Most people don't notice them. Probably because they never look above themselves all that often. But they are everywhere and have been for decades. You see them in urban ghettos and suburban sprawl. They are on desserted phone wires and near mountaintops. Tennis shoes, sneakers, gym shoes...hanging on phone wires, on streetlight wires, on traffic light wires...twisting in the wind or shining down at night. They are evident.
Urban folklore abounds. They supposedly have been used to mark territory. Gang turf, drug dealer's turf, the spot marked. But the evidence just isn't there because sneakers hang overhead in all sorts of neighborhoods. They hang where no gangs exist, where no dope is sold, where you'd least expect them to be. Wonder how long it would take you to find a pair in your neighborhood?
Some say it's a different kind of ritual. The purveyors of urban legend say they function as rites of passage. First sexual experience, all manner of initiation or even the end of a school year. Tossing a well-used pair of gym shoes does make sense, but then the pair of white tennis shoes I see hanging over the intersection of Hawthorne and SE 37th street in Portland began their tenure in fairly new condition.
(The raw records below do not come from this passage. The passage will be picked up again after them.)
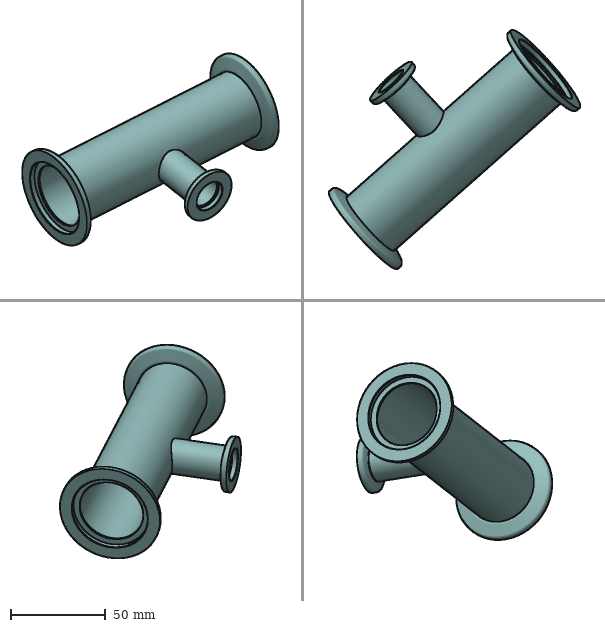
import cadquery as cq
import math

overall_length = 130.0
run_outer_radius = 19.0
run_bore_radius = 17.4
branch_reach = 50.0
branch_outer_radius = 9.5
branch_bore_radius = 8.0

run_flange_radius = 27.4
run_flange_thickness = 5.1
run_recess_radius = 20.7
branch_flange_radius = 15.0
branch_flange_thickness = 4.5
branch_recess_radius = 8.6
rim_width = 2.0
rim_round = 1.5
cone_angle = math.radians(15)
recess_depth = 3.0
recess_chamfer = 0.3
shoulder_thickness = 1.0
tube_setback = recess_depth + shoulder_thickness


def make_flange(outer, thickness, recess, bore, socket):
    """Flange about +Z with its sealing face at Z = 0 and the tube entering from +Z."""
    round_centre_r = outer - rim_round

    def round_point(angle):
        return (round_centre_r + rim_round * math.cos(angle), rim_width + rim_round * math.sin(angle))

    arc_sweep = math.pi / 2 - cone_angle
    cone_start_r, cone_start_z = round_point(arc_sweep)
    cone_end_r = cone_start_r - (thickness - cone_start_z) / math.tan(cone_angle)
    return (
        cq.Workplane("XZ")
        .moveTo(recess + recess_chamfer, 0)
        .lineTo(outer, 0)
        .lineTo(outer, rim_width)
        .threePointArc(round_point(arc_sweep / 2), (cone_start_r, cone_start_z))
        .lineTo(cone_end_r, thickness)
        .lineTo(socket, thickness)
        .lineTo(socket, tube_setback)
        .lineTo(bore, tube_setback)
        .lineTo(bore, recess_depth)
        .lineTo(recess, recess_depth)
        .lineTo(recess, recess_chamfer)
        .close()
        .revolve(360, (0, 0, 0), (0, 1, 0))
    )


def make_tee():
    """Run tube with its side branch, bored through in both directions."""
    half_run = overall_length / 2 - tube_setback
    branch_length = branch_reach - tube_setback

    def run_rod(radius):
        return cq.Workplane("XZ").circle(radius).extrude(half_run, both=True)

    def branch_rod(radius):
        return cq.Workplane("YZ").circle(radius).extrude(branch_length)

    outside = run_rod(run_outer_radius).union(branch_rod(branch_outer_radius))
    return outside.cut(run_rod(run_bore_radius)).cut(branch_rod(branch_bore_radius))


def make_run_flange(end):
    """Flange at the -Y end (end = -1) or the +Y end (end = 1)."""
    flange = make_flange(
        run_flange_radius, run_flange_thickness, run_recess_radius, run_bore_radius, run_outer_radius
    )
    turned = flange.rotate((0, 0, 0), (1, 0, 0), end * 90)
    return turned.translate((0, end * overall_length / 2, 0))


def make_branch_flange():
    flange = make_flange(
        branch_flange_radius,
        branch_flange_thickness,
        branch_recess_radius,
        branch_bore_radius,
        branch_outer_radius,
    )
    return flange.rotate((0, 0, 0), (0, 1, 0), -90).translate((branch_reach, 0, 0))


tee = make_tee()
run_flanges = [make_run_flange(end) for end in (-1, 1)]
branch_flange = make_branch_flange()

result = cq.Compound.makeCompound(
    [tee.val(), *[flange.val() for flange in run_flanges], branch_flange.val()]
)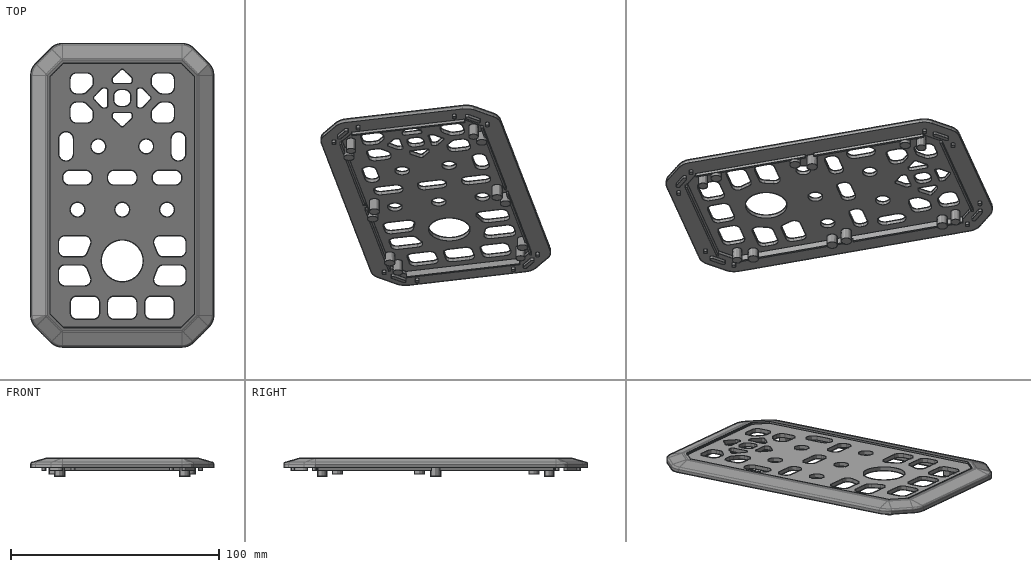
import cadquery as cq
import math

LENGTH_X = 88.0
LENGTH_Y = 146.0
FRAME_HEIGHT = 4.5

BEVEL_REACH = 8.0
CREST_X = LENGTH_X - 2 * BEVEL_REACH
CREST_Y = LENGTH_Y - 2 * BEVEL_REACH
CORNER_CUT = 7.35
SLOPE_ANGLE = 16.0
CREST_BLEND = 0.8
RIM_RADIUS = 1.05

LEDGE_WIDTH = 1.35
END_STEP_WIDTH = 0.4
END_STEP_TOP = 4.0
PANEL_TOP = 3.6
PANEL_THICKNESS = 2.0
PANEL_BOTTOM = PANEL_TOP - PANEL_THICKNESS

RIB_DEPTH = 1.5
RIB_INSET = 0.9
RIB_WIDTH = 0.9
RIB_GAP = 4.1
DIAGONAL_RIB_START = (34.15, 62.55)
DIAGONAL_RIB_END = (29.7, 67.0)
DIAGONAL_RIB_WIDTH = 1.9

PIN_DIAMETER = 1.9
PIN_SPOTS = [(37.65, 58.3), (23.6, 68.5)]
PEG_X = 30.1
PEG_DEPTH = 4.3
MIDDLE_PEG_DIAMETER = 5.0
END_PEG_DIAMETER = 4.5
END_PEG_Y = 54.5
STOP_DIAMETER = 5.0
STOP_DEPTH = 3.2
STOP_X = 32.6
STOP_ROWS = [47.2, -7.8, -47.2]

KEY_SMALL = 7.0
KEY_LONG = 14.0
KEY_FILLET = 3.0
COLUMN_X = 21.5

PAD_Y = 46.75
PAD_CENTER_SIZE = 8.0
ARROW_BASE = 7.0
ARROW_SHOULDER = 9.65
ARROW_TIP = 14.2
ARROW_HALF_WIDTH = 4.7
ARROW_FILLET = 1.0

SOFT_KEY_INNER_X = 14.0
SOFT_KEY_OUTER_X = 25.0
SOFT_KEY_CUT = 4.0

SIDE_KEY_X = 27.0
ROUND_KEY_X = 11.5
SIDE_KEY_Y = 23.5
PILL_ROW_Y = 8.45
ROUND_ROW_Y = -6.9

WHEEL_Y = -31.5
WHEEL_DIAMETER = 20.0
WING_OUTER_X = 30.6
WING_WIDE_X = 13.7
WING_NARROW_X = 17.6

NEAR_KEY = 2.0
FAR_KEY = 12.0

BOTTOM_ROW_Y = -54.0
BOTTOM_KEY_HEIGHT = 11.0
BOTTOM_KEY_X = 17.9

SIGNS = (1, -1)


def octagon(inset=0.0):
    """Corner points of the crest octagon moved inwards, counter-clockwise."""
    half_x = CREST_X / 2 - inset
    half_y = CREST_Y / 2 - inset
    cut = CORNER_CUT - inset * (2 - math.sqrt(2))
    return [
        (half_x, cut - half_y), (half_x, half_y - cut),
        (half_x - cut, half_y), (cut - half_x, half_y),
        (-half_x, half_y - cut), (-half_x, cut - half_y),
        (cut - half_x, -half_y), (half_x - cut, -half_y),
    ]


def prism(points, bottom, top):
    return cq.Workplane("XY").workplane(offset=bottom).polyline(points).close().extrude(top - bottom)


def cylinder(x, y, diameter, bottom, top):
    base = cq.Workplane("XY").workplane(offset=bottom).center(x, y)
    return base.circle(diameter / 2).extrude(top - bottom)


def frame_profile(plane):
    """Bevel cross-section: local x points outwards from the crest, local y is up."""
    slope = math.radians(SLOPE_ANGLE)
    blend_z = FRAME_HEIGHT - CREST_BLEND * math.tan(slope / 2)
    rim_x = BEVEL_REACH - RIM_RADIUS * (1 - math.sin(slope))
    rim_z = blend_z - (rim_x - CREST_BLEND) * math.tan(slope)
    wall_z = rim_z - RIM_RADIUS * math.cos(slope)
    return (
        cq.Workplane(plane)
        .lineTo(BEVEL_REACH, 0)
        .lineTo(BEVEL_REACH, wall_z)
        .tangentArcPoint((rim_x, rim_z), relative=False)
        .lineTo(CREST_BLEND, blend_z)
        .tangentArcPoint((0, FRAME_HEIGHT), relative=False)
        .close()
    )


def frame():
    """Octagonal core with a straight bevel on each side and a conical bevel on each corner."""
    points = octagon()
    turn = 360 / len(points)
    body = prism(points, 0, FRAME_HEIGHT)
    for index, start in enumerate(points):
        end = points[(index + 1) % len(points)]
        run_x = end[0] - start[0]
        run_y = end[1] - start[1]
        plane = cq.Plane(origin=(*start, 0), xDir=(run_y, -run_x, 0), normal=(-run_x, -run_y, 0))
        body = body.union(frame_profile(plane).extrude(-math.hypot(run_x, run_y)))
        body = body.union(frame_profile(plane).revolve(turn, (0, 0), (0, -1)))
    return body


def panel_recesses():
    """Stepped recess above the panel and the hollow below it."""
    upper = prism(octagon(LEDGE_WIDTH), PANEL_TOP, FRAME_HEIGHT)
    step_y = CREST_Y / 2 - LEDGE_WIDTH - END_STEP_WIDTH / 2
    step_spots = [(0, s * step_y) for s in SIGNS]
    steps = cq.Workplane("XY").workplane(offset=PANEL_TOP).pushPoints(step_spots)
    steps = steps.rect(CREST_X, END_STEP_WIDTH).extrude(END_STEP_TOP - PANEL_TOP)
    lower = prism(octagon(RIB_INSET + RIB_WIDTH), 0, PANEL_BOTTOM)
    return upper.cut(steps).union(lower)


def straight_ribs():
    """Ribs along the four straight sides; the long ones are split at the middle pegs."""
    outer_x = CREST_X / 2 - RIB_INSET
    outer_y = CREST_Y / 2 - RIB_INSET
    rib_end_x = outer_x - CORNER_CUT
    rib_end_y = outer_y - CORNER_CUT
    center_x = outer_x - RIB_WIDTH / 2
    center_y = outer_y - RIB_WIDTH / 2
    half_rib = rib_end_y - RIB_GAP / 2
    half_rib_y = (rib_end_y + RIB_GAP / 2) / 2
    end_spots = [(0, s * center_y) for s in SIGNS]
    side_spots = [(sx * center_x, sy * half_rib_y) for sx in SIGNS for sy in SIGNS]
    end_ribs = cq.Workplane("XY").pushPoints(end_spots).rect(2 * rib_end_x, RIB_WIDTH)
    end_ribs = end_ribs.extrude(-RIB_DEPTH)
    side_ribs = cq.Workplane("XY").pushPoints(side_spots).rect(RIB_WIDTH, half_rib)
    return end_ribs.union(side_ribs.extrude(-RIB_DEPTH))


def diagonal_rib(sign_x, sign_y):
    (x1, y1), (x2, y2) = DIAGONAL_RIB_START, DIAGONAL_RIB_END
    length = math.hypot(x2 - x1, y2 - y1) + DIAGONAL_RIB_WIDTH
    angle = math.degrees(math.atan2(sign_y * (y2 - y1), sign_x * (x2 - x1)))
    return (
        cq.Workplane("XY")
        .center(sign_x * (x1 + x2) / 2, sign_y * (y1 + y2) / 2)
        .slot2D(length, DIAGONAL_RIB_WIDTH, angle)
        .extrude(-RIB_DEPTH)
    )


def peg(x, y, diameter, depth):
    """Peg hanging from the underside of the panel."""
    return cylinder(x, y, diameter, -depth, PANEL_BOTTOM)


def add_underside(body):
    """Ribs, pegs, stops and pins, mirrored about both centre planes where they repeat."""
    body = body.union(straight_ribs())
    for sx in SIGNS:
        body = body.union(peg(sx * PEG_X, 0, MIDDLE_PEG_DIAMETER, PEG_DEPTH))
        for y in STOP_ROWS:
            body = body.union(peg(sx * STOP_X, y, STOP_DIAMETER, STOP_DEPTH))
        for sy in SIGNS:
            body = body.union(diagonal_rib(sx, sy))
            body = body.union(peg(sx * PEG_X, sy * END_PEG_Y, END_PEG_DIAMETER, PEG_DEPTH))
            for x, y in PIN_SPOTS:
                body = body.union(cylinder(sx * x, sy * y, PIN_DIAMETER, -RIB_DEPTH, 0))
    return body


def key(points, fillet):
    """Cutter for one key opening with rounded corners."""
    return prism(points, PANEL_BOTTOM, PANEL_TOP).edges("|Z").fillet(fillet)


def box_key(x, y, width, height):
    points = [
        (x - width / 2, y - height / 2), (x + width / 2, y - height / 2),
        (x + width / 2, y + height / 2), (x - width / 2, y + height / 2),
    ]
    return key(points, KEY_FILLET)


def round_key(x, y, diameter):
    return cylinder(x, y, diameter, PANEL_BOTTOM, PANEL_TOP)


def direction_pad():
    """Rounded-square centre key, four arrow keys and four soft keys around them."""
    arrow_points = [
        (-ARROW_HALF_WIDTH, ARROW_BASE), (ARROW_HALF_WIDTH, ARROW_BASE),
        (ARROW_HALF_WIDTH, ARROW_SHOULDER), (0, ARROW_TIP), (-ARROW_HALF_WIDTH, ARROW_SHOULDER),
    ]
    arrow = key(arrow_points, ARROW_FILLET)
    cutters = [box_key(0, PAD_Y, PAD_CENTER_SIZE, PAD_CENTER_SIZE)]
    for angle in (0, 90, 180, 270):
        cutters.append(arrow.rotate((0, 0, 0), (0, 0, 1), angle).translate((0, PAD_Y, 0)))
    for sx in SIGNS:
        for sy in SIGNS:
            points = [
                (SOFT_KEY_INNER_X + SOFT_KEY_CUT, NEAR_KEY), (SOFT_KEY_OUTER_X, NEAR_KEY),
                (SOFT_KEY_OUTER_X, FAR_KEY), (SOFT_KEY_INNER_X, FAR_KEY),
                (SOFT_KEY_INNER_X, NEAR_KEY + SOFT_KEY_CUT),
            ]
            cutters.append(key([(sx * x, PAD_Y + sy * y) for x, y in points], KEY_FILLET))
    return cutters


def middle_keys():
    """Side slots, round keys and the row of pill keys."""
    cutters = []
    for sx in SIGNS:
        slot = cq.Workplane("XY").workplane(offset=PANEL_BOTTOM).center(sx * SIDE_KEY_X, SIDE_KEY_Y)
        cutters.append(slot.slot2D(KEY_LONG, KEY_SMALL, 90).extrude(PANEL_THICKNESS))
        cutters.append(round_key(sx * ROUND_KEY_X, SIDE_KEY_Y, KEY_SMALL))
    for x in (-COLUMN_X, 0, COLUMN_X):
        cutters.append(box_key(x, PILL_ROW_Y, KEY_LONG, KEY_SMALL))
        cutters.append(round_key(x, ROUND_ROW_Y, KEY_SMALL))
    return cutters


def lower_keys():
    """Wheel opening, four wing keys beside it and the bottom row."""
    cutters = [round_key(0, WHEEL_Y, WHEEL_DIAMETER)]
    for sx in SIGNS:
        for sy in SIGNS:
            points = [
                (WING_OUTER_X, NEAR_KEY), (WING_OUTER_X, FAR_KEY),
                (WING_WIDE_X, FAR_KEY), (WING_NARROW_X, NEAR_KEY),
            ]
            cutters.append(key([(sx * x, WHEEL_Y + sy * y) for x, y in points], KEY_FILLET))
    for x in (-BOTTOM_KEY_X, 0, BOTTOM_KEY_X):
        cutters.append(box_key(x, BOTTOM_ROW_Y, KEY_LONG, BOTTOM_KEY_HEIGHT))
    return cutters


result = add_underside(frame().cut(panel_recesses()))
for opening in direction_pad() + middle_keys() + lower_keys():
    result = result.cut(opening)

Maybe some disgruntled kid whose mom bought the wrong logo vented and tossed them up and over for all to recognize his rage. Not really.
I view them as a sort of Zen Koan. Something that you keep turning over in your mind, working thorough your brain. Something that (and here comes a favorite phrase of mine) you finger the jagged grain of until one day, meaning appears, at least for the moment.
This pair of white sneakers I have seen hanging for a couple of years has gone through a range of temperatures from 103 to 23. Still it hangs. It's survived rain, freezing rain, snow, hail, wind and heat. Still the shoe laces hold. Washed and bleached, this white beacon is trying to tell us something about living this life. I've got a few ideas but I'm still refining them. I figure I've got a while to let them crystalize in my head because those shoes aren't going anywhere for awhile.

Comments

Hi Bruce,
Found my way to your blog via your facbeook page.. wanted to see what you'd posted about that writing workshop with the woman who wrote The Girl Who Fell from the Sky. I have that book. Haven't read it yet, but will now. I read several of your pieces and stopped her to say how much this one caught me. I felt connected to it... those sneakers and what they might mean.. When i was a girl, I threw mine up over a wire... with out a clue as to why i did it... feeling like i'd transgressed a bit ( it was a boy thing after all) but remembering the satisfaction i would feel when i'd walk by and see them. hanging. there.